三個人說笑了一陣,左羚只是靜靜聽著,等他們說了一陣,才悄聲問道:“周大人,他這些日子還好嗎?”

周鼎成看著美若天仙、媚絕天下的左羚皺眉苦笑道:“他倒是不錯,不過你來了,以後可就難說了。”

左羚雖只是說個“他”,周鼎成自然明白就是指況且。不單他知道,連旁邊坐著的兩位都聽明白了。

“老周,你什麼意思,羚兒怎麼害著那個小子了?他得了便宜還賣乖了?”孫廣劭立時炸毛,雪白的鬍子都翹了起來。

“左姑娘,你們,到底是什麼關係?”

周鼎成看著這三人之間的神情,還真有些糊塗。其實他走進來時就開始糊塗了,想不通左羚怎麼會跟兩個老古董關係如此密切。

“什麼關係你別管了,告訴你吧,羚兒就像我們的親女兒一樣,誰也別想欺負他。你說是不是,翁兄。”孫廣劭轉頭問翁延齡。

“對!”翁延齡脫口而出,態度堅定不移。

“周大人,您放心吧,我不會影響到他的。”左羚幽幽道。

“羚兒,你怎麼能這麼委屈自己呢,那小子有什麼了不起,跟你說,他今天輸定了。”翁延齡聽左羚如此說,頓時心疼起來,立馬遷怒到況且身上,還沒看到作品就要先判定況且落敗。

“別啊,你們還沒弄明白怎麼回事就下定論了?!”周鼎成急了,若是這兩個老家夥聯手阻擊況且,理由那是太多了,後果不堪設想。

“我們是沒弄明白,也用不著弄明白,只要是羚兒受了委屈,那小子,他就等著倒黴吧。”孫廣劭右手拍著椅子扶手激動道。

他們兩人本就不贊成左羚如此賣力為況且運作,覺得他根本不配,不管他是什麼人都不配。在他們眼裡,左羚就跟公主一樣,再好的男人也要圍著她轉,而不是反過來。而今聽到周鼎成居然隱含責備左羚的意思,哪裡還能忍受,立時發作起來。

周鼎成一時間都不知說啥是好,這不就是一句閒話嘛,怎麼還捅著馬蜂窩了?這一來也算顛覆了他對這兩人的感官認識。

他和翁、孫兩人結識也有十多年了,雖說交情不算特別深厚,卻也都深知彼此的為人。平時,這兩人都是謙謙君子,不像他,臭名在外,就是一個瘋癲人物,孰料今天出現了反轉,這兩人明顯有了他的風格,而且還要壓他一頭,這算怎麼回事?

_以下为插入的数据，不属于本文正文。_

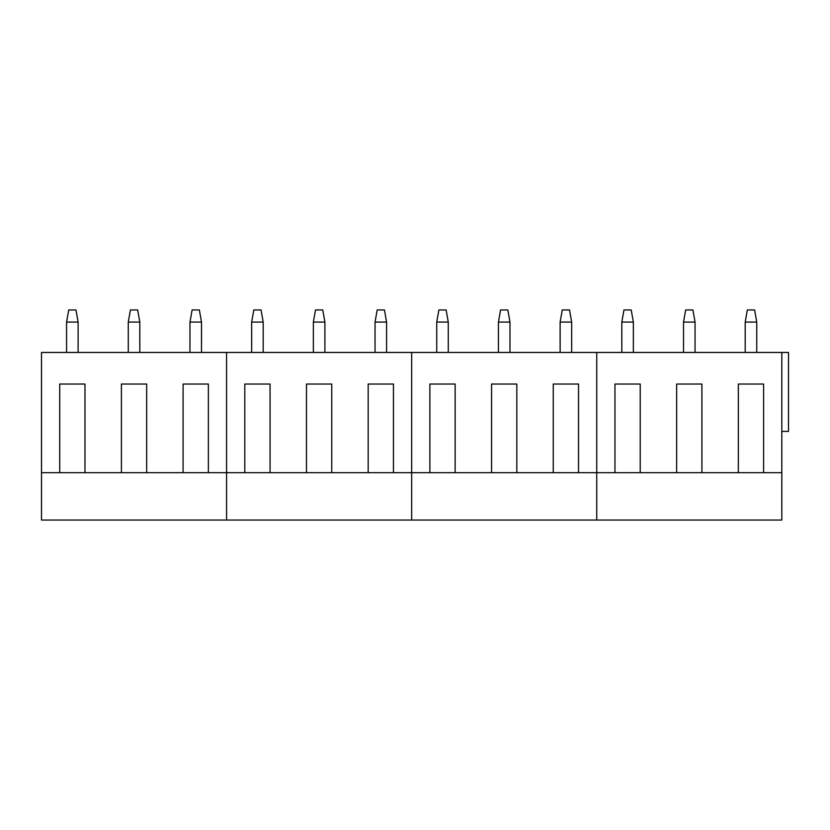 <?xml version="1.0" encoding="UTF-8"?>
<svg xmlns="http://www.w3.org/2000/svg" width="830" height="830" viewBox="0 0 830 830"><rect width="100%" height="100%" fill="white"/><g stroke="black" fill="none" stroke-linecap="round" stroke-linejoin="round"><path stroke-width="1.25" d="M78.113 322.092L66.576 322.092L68.724 309.953L75.976 309.953L78.113 322.092L78.113 352.46M66.576 322.092L66.576 352.46M139.814 322.092L128.276 322.092L130.414 309.953L137.666 309.953L139.814 322.092L139.814 352.46M128.276 322.092L128.276 352.46M201.503 322.092L189.966 322.092L192.104 309.953L199.356 309.953L201.503 322.092L201.503 352.46M189.966 322.092L189.966 352.46M263.193 322.092L251.656 322.092L253.804 309.953L261.056 309.953L263.193 322.092L263.193 352.46M251.656 322.092L251.656 352.46M324.893 322.092L313.356 322.092L315.493 309.953L322.745 309.953L324.893 322.092L324.893 352.46M313.356 322.092L313.356 352.46M386.583 322.092L375.046 322.092L377.183 309.953L384.446 309.953L386.583 322.092L386.583 352.46M375.046 322.092L375.046 352.46M448.273 322.092L436.736 322.092L438.883 309.953L446.135 309.953L448.273 322.092L448.273 352.46M436.736 322.092L436.736 352.46M509.973 322.092L498.436 322.092L500.573 309.953L507.825 309.953L509.973 322.092L509.973 352.46M498.436 322.092L498.436 352.46M571.663 322.092L560.125 322.092L562.263 309.953L569.525 309.953L571.663 322.092L571.663 352.46M560.125 322.092L560.125 352.46M633.352 322.092L621.815 322.092L623.963 309.953L631.215 309.953L633.352 322.092L633.352 352.46M621.815 322.092L621.815 352.46M695.052 322.092L683.515 322.092L685.653 309.953L692.905 309.953L695.052 322.092L695.052 352.46M683.515 322.092L683.515 352.46M756.742 322.092L745.205 322.092L747.342 309.953L754.605 309.953L756.742 322.092L756.742 352.46M745.205 322.092L745.205 352.46M121.408 472.685L226.58 472.685L226.58 352.46L41.5 352.46L41.5 472.685L121.408 472.685L121.408 384.031L146.671 384.031L121.408 384.031M59.719 472.685L59.719 384.031L84.982 384.031L59.719 384.031M84.982 472.685L84.982 384.031M146.671 472.685L146.671 384.031M183.098 472.685L183.098 384.031L208.361 384.031L183.098 384.031M208.361 472.685L208.361 384.031M41.5 472.685L41.5 520.047L781.818 520.047L781.818 472.685L763.61 472.685L763.61 384.031L738.337 384.031L763.61 384.031M244.798 472.685L411.659 472.685L411.659 352.46L226.58 352.46L226.58 520.047L226.58 472.685L244.798 472.685L244.798 384.031L270.061 384.031L244.798 384.031M306.488 472.685L306.488 384.031L331.751 384.031L306.488 384.031M270.061 472.685L270.061 384.031M331.751 472.685L331.751 384.031M368.178 472.685L368.178 384.031L393.451 384.031L368.178 384.031M393.451 472.685L393.451 384.031M429.878 472.685L596.739 472.685L596.739 352.46L411.659 352.46L411.659 520.047L411.659 472.685L429.878 472.685L429.878 384.031L455.141 384.031L429.878 384.031M491.568 472.685L491.568 384.031L516.831 384.031L491.568 384.031M455.141 472.685L455.141 384.031M516.831 472.685L516.831 384.031M553.257 472.685L553.257 384.031L578.531 384.031L553.257 384.031M578.531 472.685L578.531 384.031M781.818 472.685L781.818 352.46L596.739 352.46L596.739 520.047L596.739 472.685L614.957 472.685L614.957 384.031L640.221 384.031L614.957 384.031M614.957 472.685L676.647 472.685L676.647 384.031L701.91 384.031L676.647 384.031M640.221 472.685L640.221 384.031M676.647 472.685L701.91 472.685L701.91 384.031M701.91 472.685L738.337 472.685L738.337 384.031M738.337 472.685L763.61 472.685M781.818 352.46L788.5 352.46L788.5 431.393L781.818 431.393"/></g></svg>

“二老,你們別吵了,這是我的事,不想你們跟著摻和。”左羚嗔道,覺得有些掛不住臉面。

“是你的事,可是我們早就說好了,以後你的事就是我們兩個老家夥的事,更何況是這等人生第一大事。”翁延齡振振有辭道。

“左姑娘,他們是令尊請來給你當保鏢的嗎?”周鼎成依然糊塗,只好故意問道。

“你胡說什麼,再敢提那個無情無義的傢伙,別怪我跟你翻臉。”翁延齡情緒更激動了。

“哦哦,原來是這樣啊。”周鼎成腦子裡一亮,一瞬間明白了其中緣由。

他自幼修煉武當童子功,對女色有本能的恐懼和厭惡,所以當年左羚母親雖豔絕天下,他卻只是聽聞一些事而已,對那個圈子裡的人並不熟識。可是他也是走過大江南北的人,尤其是整天跟達官貴人富人接觸,自然也明白這些人的心理。而今看到這二人對左羚的態度,腦子裡這才轉過彎來,感情這兩人當初是左羚母親的入幕之賓,當初沒能投入到左羚母親身上的感情,現在轉移到左羚身上了,當然,目的性已經截然不同了。

“你明白個頭。”孫廣劭不忿道。

周鼎成雖只是簡單一句話,可是他的態度卻刺痛了這兩人,他們心裡的公主居然在周鼎成那裡變成了洪水猛獸一般,這還了得。

左羚沒插話,只是微笑看著三人鬥嘴,她在鳳陽和周鼎成已經很熟悉了,情知他不過是為況且著想而已,毫無惡意,這一點跟她一樣。

“明不明白的咱們再說,可是今天這評判你們可不能公報私仇,先說好了,不然的話,今天這評委得馬上換人。”周鼎成正色道。

“換就換,誰稀罕當這個評委,我還不幹了呢。”翁延齡不屑道,全然忘了他此行的目的,專程跑這一趟當評委本是惦記收購兩幅佳作。

翁延齡、孫廣劭發作了好一會兒,一肚子怨氣算是發洩出來了。他們也就是發洩而已,真要報復尚未見面的況且也有違職業操守,何況還有周鼎成壓陣。進一步說,蘇州可是江南的大本營,本地精於書畫鑑賞的人眾多,評委若是公然偏袒一方,搞不好自己會敗走麥城,下不來臺。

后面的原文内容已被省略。